The result used is for Hg-199 with da < 0.31E-28 e*cm (95%) or da < 0.37E-28 e*cm (90%) Phys. Rev. Lett. 102, 101601 (2009).*There are large uncertainties in the hadronic matrix elements for Hg-199 – but only the central values are used for this analysis.* - In both model types, the shape of the constraints is very different for the three systems. However, ignoring several details and judging only by eye, one could make the statement that, within the model presented in this paper, the following EDM limits provide similar constraints:
- neutron EDM at 30E-28 e*cm
- Ra-225 EDM at 10E-28 e*cm or 3x less physics sensitivity than the neutron for the same EDM limit
- electron EDM at 1E-28 e*cm or 30x less physics sensitivity than the neutron for the same EDM limit
- Hg-199 EDM at 0.04E-28 e*cm or 780x less physics sensitivity than the neutron for the same EDM limit

- With all the caveats listed above, the current situation is that the electron EDM and the new Hg-199 EDM result (Phys. Rev. Lett. 116, 161601) provide comparable constraints.
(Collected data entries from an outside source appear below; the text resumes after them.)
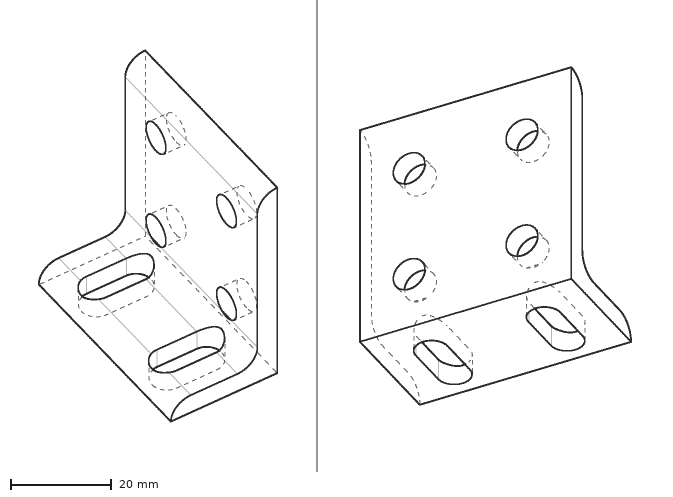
import cadquery as cq

width = 47.625
depth = 25.4
height = 50.8
thickness = 4.7625

tip_radius = thickness
corner_radius = thickness

hole_diameter = 7.14375
hole_spacing = 25.4
lower_hole_height = 12.7
slot_width = hole_diameter
slot_travel = 9.525
slot_length = slot_width + slot_travel
slot_center_from_toe = 11.1125

back_y = depth / 2
toe_y = -depth / 2
bottom_z = -height / 2
column_xs = (-hole_spacing / 2, hole_spacing / 2)


def make_angle():
    """L-shaped bar with quarter-round leg tips and a filleted inside corner."""
    wall_face_y = back_y - thickness
    foot_top_z = bottom_z + thickness
    top_z = bottom_z + height
    return (
        cq.Workplane("YZ")
        .moveTo(back_y, bottom_z)
        .lineTo(back_y, top_z)
        .radiusArc((wall_face_y, top_z - tip_radius), -tip_radius)
        .lineTo(wall_face_y, foot_top_z + corner_radius)
        .radiusArc((wall_face_y - corner_radius, foot_top_z), corner_radius)
        .lineTo(toe_y + tip_radius, foot_top_z)
        .radiusArc((toe_y, bottom_z), -tip_radius)
        .close()
        .extrude(width / 2, both=True)
    )


def make_wall_holes():
    """Square pattern of round holes, running along Y through the wall thickness.

    They stop at the wall face, so the corner fillet just covers the
    lowest sliver of the lower holes.
    """
    lower_z = bottom_z + lower_hole_height
    centers = [(x, z) for x in column_xs for z in (lower_z, lower_z + hole_spacing)]
    return (
        cq.Workplane("XZ", origin=(0, back_y, 0))
        .pushPoints(centers)
        .circle(hole_diameter / 2)
        .extrude(thickness)
    )


def make_foot_slots():
    """Pair of slots, long along Y, running vertically through the foot.

    They rise past the inside corner, so they also notch its fillet.
    """
    slot_y = toe_y + slot_center_from_toe
    return (
        cq.Workplane("XY", origin=(0, 0, bottom_z))
        .pushPoints([(x, slot_y) for x in column_xs])
        .slot2D(slot_length, slot_width, angle=90)
        .extrude(thickness + corner_radius)
    )


result = make_angle().cut(make_wall_holes()).cut(make_foot_slots())

- With all the caveats listed above, the newest results for the neutron (Phys. Rev. D 92, 092003 (2015)) and Ra-225 (Phys. Rev. C 94, 025501 (2016)) imply that a comparable neutron EDM limit is one order of magnitude behind while a comparable Ra-225 EDM limit is four orders of magnitude behind.

- One attractive feature about Electroweak Baryogenesis models is that they are more directly testable in the laboratory: new CP-violating sources via EDM searches and verifying the presence of a strong first order EW phase transition by searching for additional Higgs bosons of the appropriate mass.
- Leptogenesis, one of the strongest alternatives to EW baryogenesis, in this regard is more challenging. It requires an observation of CP-violation in the neutrino sector (searches underway, see for example T2K), Majorana neutrinos (neutrino-less double beta decay searches underway), and the See-Saw Mechanism (hard to prove but positive results on the first two make this very very compelling).